Bioproduction of p-hydroxybenzoate from renewable feedstock by solvent-tolerant Pseudomonas putida S12

• Published in: Journal of biotechnology Vol. 132; no. 1; pp. 49 - 56
• Main Authors: Verhoef, Suzanne, Ruijssenaars, Harald J., de Bont, Jan A.M., Wery, Jan
• Format: Journal Article
• Language: English
• Published: Lausanne Elsevier B.V 15.10.2007; Amsterdam Elsevier; New York, NY
• Subjects: Base Sequence; Biological and medical sciences; Bioreactors; Biotechnology; DNA Primers - genetics; DNA, Bacterial - genetics; Fermentation; Fundamental and applied biological sciences. Psychology; Kinetics; Metabolic engineering; p-Hydroxybenzoate; Parabens - metabolism; Phenylalanine Ammonia-Lyase - metabolism; Plasmids - genetics; Pseudomonas putida; Pseudomonas putida - genetics; Pseudomonas putida - metabolism; Renewable feedstock; Solvent-tolerance; Solvents; Tyrosine - metabolism; Renewable feedstock; Metabolic engineering; Solvent-tolerance; Pseudomonas putida; p-Hydroxybenzoate; Pseudomonadales; Production; Tolerance; Bacteria; Pseudomonadaceae; Solvent
• ISSN: 0168-1656; 1873-4863
• DOI: 10.1016/j.jbiotec.2007.08.031

Pseudomonas putida strain S12palB1 was constructed that produces p-hydroxybenzoate from renewable carbon sources via the central metabolite l-tyrosine.
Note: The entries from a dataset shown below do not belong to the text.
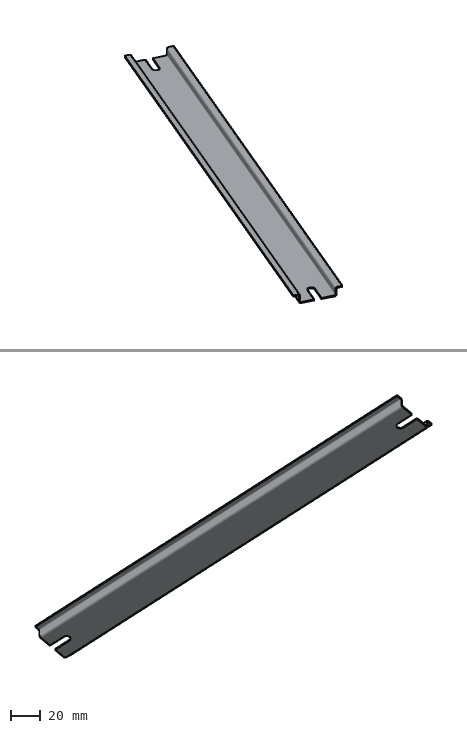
import cadquery as cq

length = 321.0
overall_width = 35.0
height = 7.5
sheet = 1.0
channel_width = 27.0
inner_bend = 0.8
outer_bend = inner_bend + sheet

slot_width = 5.0
slot_depth = 15.0

half_length = length / 2
half_width = overall_width / 2
half_channel = channel_width / 2


def rail_body():
    """Extrude the hat section: floor, two webs and two outward flanges."""
    inner_wall = half_channel - sheet
    profile = (
        cq.Workplane("YZ")
        .workplane(offset=-half_length)
        .polyline([
            (-half_channel, 0),
            (half_channel, 0),
            (half_channel, height - sheet),
            (half_width, height - sheet),
            (half_width, height),
            (inner_wall, height),
            (inner_wall, sheet),
            (-inner_wall, sheet),
            (-inner_wall, height),
            (-half_width, height),
            (-half_width, height - sheet),
            (-half_channel, height - sheet),
        ])
        .close()
    )
    return profile.extrude(length)


def bend_edges(body, y, z):
    """Select the lengthwise corner edges at +y and -y, height z."""
    reach = 0.03
    selected = body.edges(
        cq.selectors.BoxSelector((-length, y - reach, z - reach), (length, y + reach, z + reach))
    )
    return selected.add(body.edges(
        cq.selectors.BoxSelector((-length, -y - reach, z - reach), (length, -y + reach, z + reach))
    ))


def round_bends(body):
    """Give each bend concentric inner and outer radii."""
    inner_wall = half_channel - sheet
    bends = [
        (half_channel, 0, outer_bend),
        (inner_wall, sheet, inner_bend),
        (inner_wall, height, outer_bend),
        (half_channel, height - sheet, inner_bend),
    ]
    for y, z, radius in bends:
        body = bend_edges(body, y, z).fillet(radius)
    return body


def end_slot(side):
    """Round-ended slot through the floor, open at the end on the given side."""
    return (
        cq.Workplane("XY")
        .center(side * half_length, 0)
        .slot2D(2 * slot_depth, slot_width)
        .extrude(height)
    )


result = round_bends(rail_body())
for side in (-1, 1):
    result = result.cut(end_slot(side))

P. putida S12palB1 was based on the platform strain P. putida S12TPL3, which has an optimised carbon flux towards l-tyrosine. Phenylalanine ammonia lyase (Pal) was introduced for the conversion of l-tyrosine into p-coumarate, which is further converted into p-hydroxybenzoate by endogenous enzymes. p-Hydroxybenzoate hydroxylase (PobA) was inactivated to prevent the degradation of p-hydroxybenzoate. These modifications resulted in stable accumulation of p-hydroxybenzoate at a yield of 11% (C-mol C-mol −1) on glucose or on glycerol in shake flask cultures. In a glycerol-limited fed-batch fermentation, a final p-hydroxybenzoate concentration of 12.9 mM (1.8 g l −1) was obtained, at a yield of 8.5% (C-mol C-mol −1). A 2-fold increase of the specific p-hydroxybenzoate production rate ( q p) was observed when l-tyrosine was supplied to a steady-state C-limited chemostat culture of P. putida S12palB1. This implied that l-tyrosine availability was the bottleneck for p-hydroxybenzoate production under these conditions. When p-coumarate was added instead, q p increased by a factor 4.7, indicating that Pal activity is the limiting factor when sufficient l-tyrosine is available. Thus, two major leads for further improvement of the p-hydroxybenzoate production by P. putida S12palB1 were identified.